In-depth discussion on how to clear worms infected with Routers

A few days ago, security researchers discovered a botnet worm called psyb0t, which can attack DSL modems and routers. This worm can search for and exploit specific devices with open ports. The attacked device also has a weak password. Once a worm enters a vro, it can do whatever it wants, block the port, leak sensitive information, and attack other networks.

In this article, I will analyze the router types that are vulnerable to this specific worm attack, and then discuss how to prevent such and other types of router worms from being infected. Finally, we will discuss how to clear worms infected with routers.

How do worms enter the vro

The router worm enters the router through the port used to remotely manage the router. However, the router does not open these ports by default. It must be manually enabled on the configuration program of the Router Web interface. As shown in 1:

In addition, a larger vulnerability lies in weak passwords. In other words, remote management is secure if defense measures are taken.
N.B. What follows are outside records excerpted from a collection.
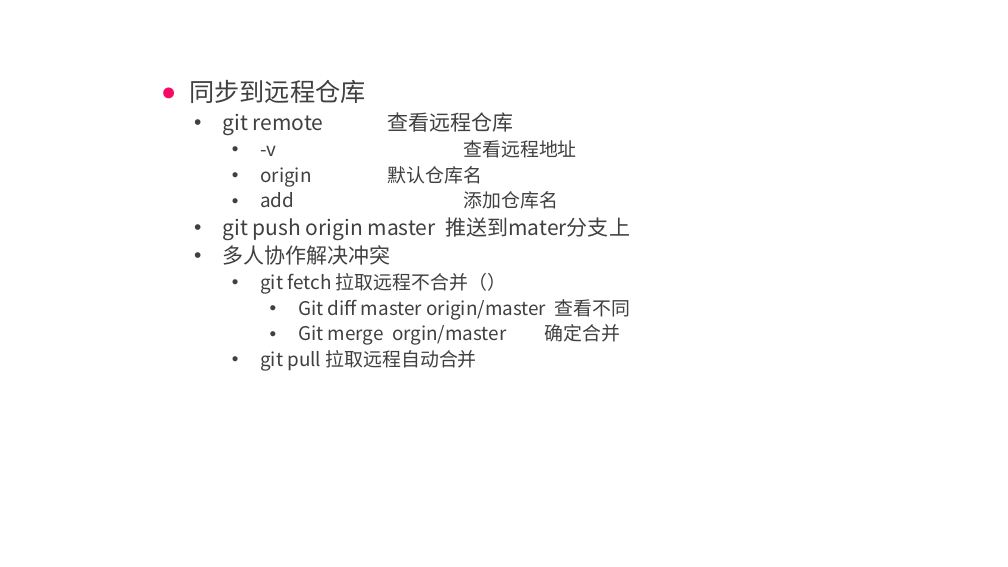
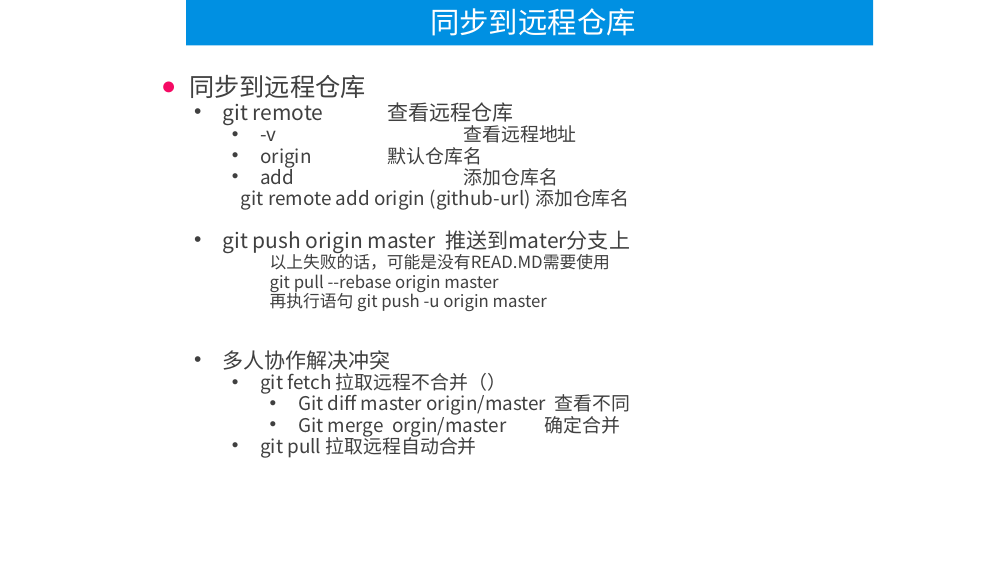
Before and after one commit to lixueiq911/github-note, a slide deck: slide 10 of 玩转git与github.pptx. Drawn at 1008x567 pixels with LibreOffice and Linux fonts; fonts in the diff are those of the drawing. Boxes give left, top, right and bottom in pixels: in the first picture for what was removed or moved away, otherwise in the second. Text is boxed around its words. In the diff, an @@ line names an element or a change of style, - is before the commit and + after.

```diff
--- a/玩转git与github.pptx
+++ b/玩转git与github.pptx
@@ rectangle added at box(186, 0, 873, 45), fill #0090E2, 28 pt, text #FFFFFF @@
+同步到远程仓库
@@ text at box(189, 75, 631, 458): line spacing 0.9 to 0.7 @@
@@ text at box(241, 185, 629, 210): paragraph added @@
+      git remote add origin (github-url) 添加仓库名
@@ text at box(270, 251, 610, 311): paragraphs added @@
+        以上失败的话，可能是没有READ.MD需要使用
+        git pull --rebase origin master
+        再执行语句 git push -u origin master
```
Also in this commit, not shown: 5 other slides changed, 1 slide removed.
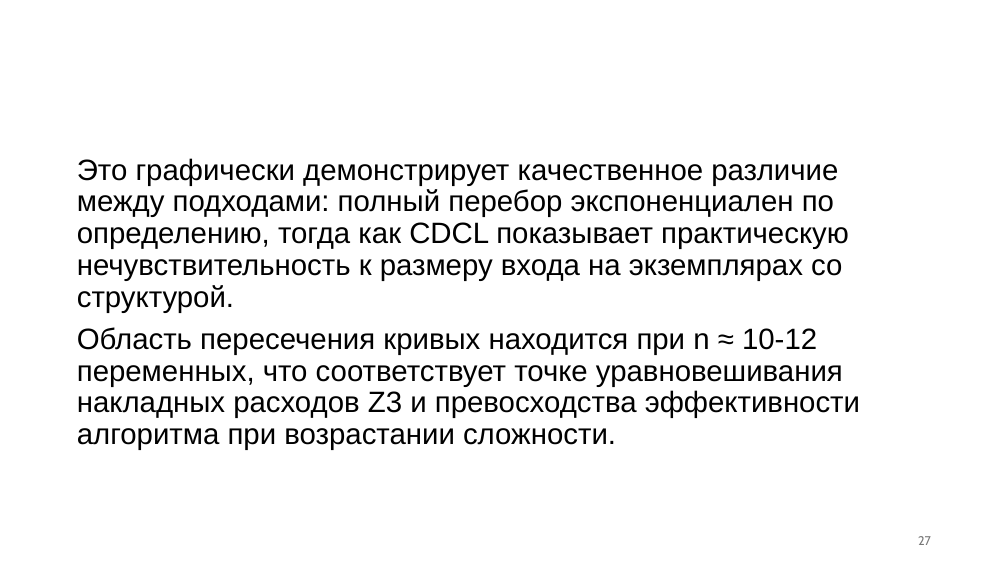
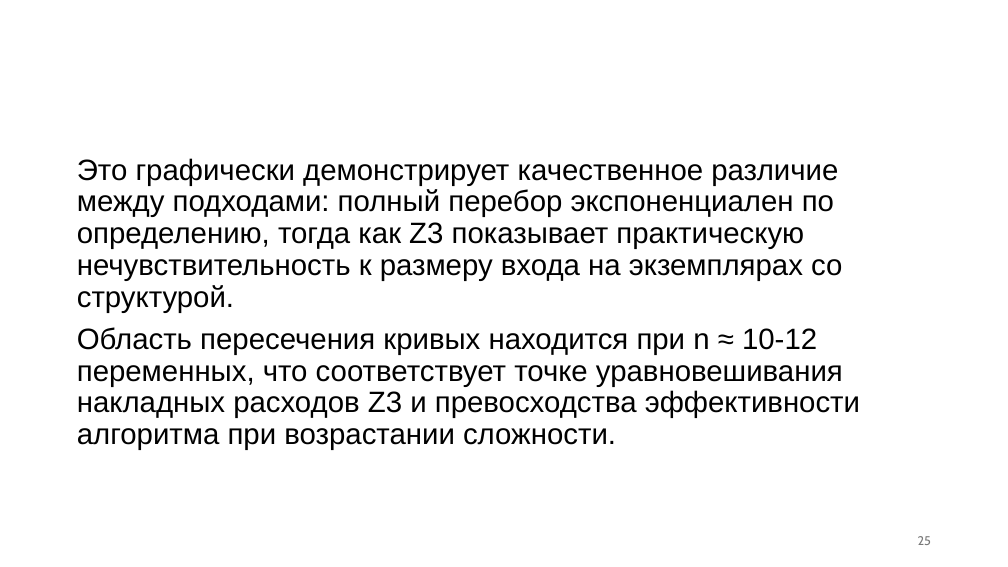
Before and after one commit to PlatonBarchenkov/SAT_Solver, a slide deck: slide 25 of SAT-решатели (презентация).pptx (slide 27 before the commit). Drawn at 1008x567 pixels with LibreOffice and Linux fonts; fonts in the diff are those of the drawing; background and template pictures are left out. Boxes give left, top, right and bottom in pixels: in the first picture for what was removed or moved away, otherwise in the second. Text is boxed around its words. In the diff, an @@ line names an element or a change of style, - is before the commit and + after.

Commit message:
tests with DPLL & CDCL

```diff
--- a/SAT-решатели (презентация).pptx
+++ b/SAT-решатели (презентация).pptx
@@ text at bbox=[77, 158, 842, 313]: text changed @@
-Это графически демонстрирует качественное различие между подходами: полный перебор экспоненциален по определению, тогда как CDCL показывает практическую нечувствительность к размеру входа на экземплярах со структурой.
+Это графически демонстрирует качественное различие между подходами: полный перебор экспоненциален по определению, тогда как Z3 показывает практическую нечувствительность к размеру входа на экземплярах со структурой.
@@ page number at bbox=[918, 536, 931, 545]: text changed @@
-27
+25
```
Also in this commit, not shown: 5 other slides changed, 2 slides removed, 4 other files.

According to media research, the latest worm attacks basically need to meet the following standards:

1. These devices are generally devices using MIPS processors, which run the simple version of The Endian mode (mipsel. This includes about 30 Linksys devices, 10 Netgear devices, and many other devices. In addition, routers that load other firmware replacements, such as DD-WRT and OpenWRT, are also vulnerable to attacks.

2. enable some remote management devices, such as telnet, SSH, or Web-based access. It is not easy to provide local access.
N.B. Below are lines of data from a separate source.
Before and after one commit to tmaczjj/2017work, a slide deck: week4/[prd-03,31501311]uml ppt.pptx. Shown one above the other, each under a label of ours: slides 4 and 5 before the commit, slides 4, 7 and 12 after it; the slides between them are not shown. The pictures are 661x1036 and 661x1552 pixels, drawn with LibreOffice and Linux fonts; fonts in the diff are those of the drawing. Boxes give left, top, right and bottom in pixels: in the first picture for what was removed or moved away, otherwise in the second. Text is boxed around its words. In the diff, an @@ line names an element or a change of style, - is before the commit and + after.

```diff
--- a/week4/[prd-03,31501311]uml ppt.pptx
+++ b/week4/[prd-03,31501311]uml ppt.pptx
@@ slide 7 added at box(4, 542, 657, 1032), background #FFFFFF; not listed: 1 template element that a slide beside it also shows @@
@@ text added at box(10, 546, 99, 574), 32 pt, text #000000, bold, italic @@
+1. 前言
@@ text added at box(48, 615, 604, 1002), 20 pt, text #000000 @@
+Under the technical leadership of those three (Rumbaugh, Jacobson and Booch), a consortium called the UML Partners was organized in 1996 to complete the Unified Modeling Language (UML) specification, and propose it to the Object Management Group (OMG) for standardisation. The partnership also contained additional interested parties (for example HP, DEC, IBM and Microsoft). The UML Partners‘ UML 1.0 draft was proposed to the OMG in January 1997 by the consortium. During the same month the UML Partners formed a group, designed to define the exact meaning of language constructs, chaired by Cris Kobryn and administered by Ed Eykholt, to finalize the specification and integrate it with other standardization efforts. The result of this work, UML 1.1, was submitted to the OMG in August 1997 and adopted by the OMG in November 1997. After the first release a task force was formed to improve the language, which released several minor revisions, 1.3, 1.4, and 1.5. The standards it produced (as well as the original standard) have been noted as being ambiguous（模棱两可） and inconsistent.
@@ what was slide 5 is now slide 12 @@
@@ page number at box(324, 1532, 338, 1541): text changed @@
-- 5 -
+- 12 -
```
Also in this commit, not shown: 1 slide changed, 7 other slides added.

3. The combination of user names and passwords for remote access management is not strong enough to be easily cracked. Or its firmware is easily exploited by the Vulnerability exploitation program.

Since vro worms invade through remote management ports, ensuring the security of these ports becomes the key to preventing infection. In addition, it is the best solution to disable remote management and disable these ports because worms are inaccessible. However, if remote access is required, follow the following guidelines to prevent worms from intruding:

1. Use a strong and secure password

You know, the router worm relies on powerful dictionary attacks (constantly trying to guess the password), so we should use a password that is not easy to guess. Do not use any "admin", "router", or "12345" as vro passwords, but use a combination, such as rDF4m9Es0yQ3ha. It must contain at least uppercase and lowercase letters and contain numbers and letters. Although this password is hard to remember, we can store it in a certain file (such as a text file), and use TrueCrypt, Cryptainer LE and other software to encrypt various files that save the password.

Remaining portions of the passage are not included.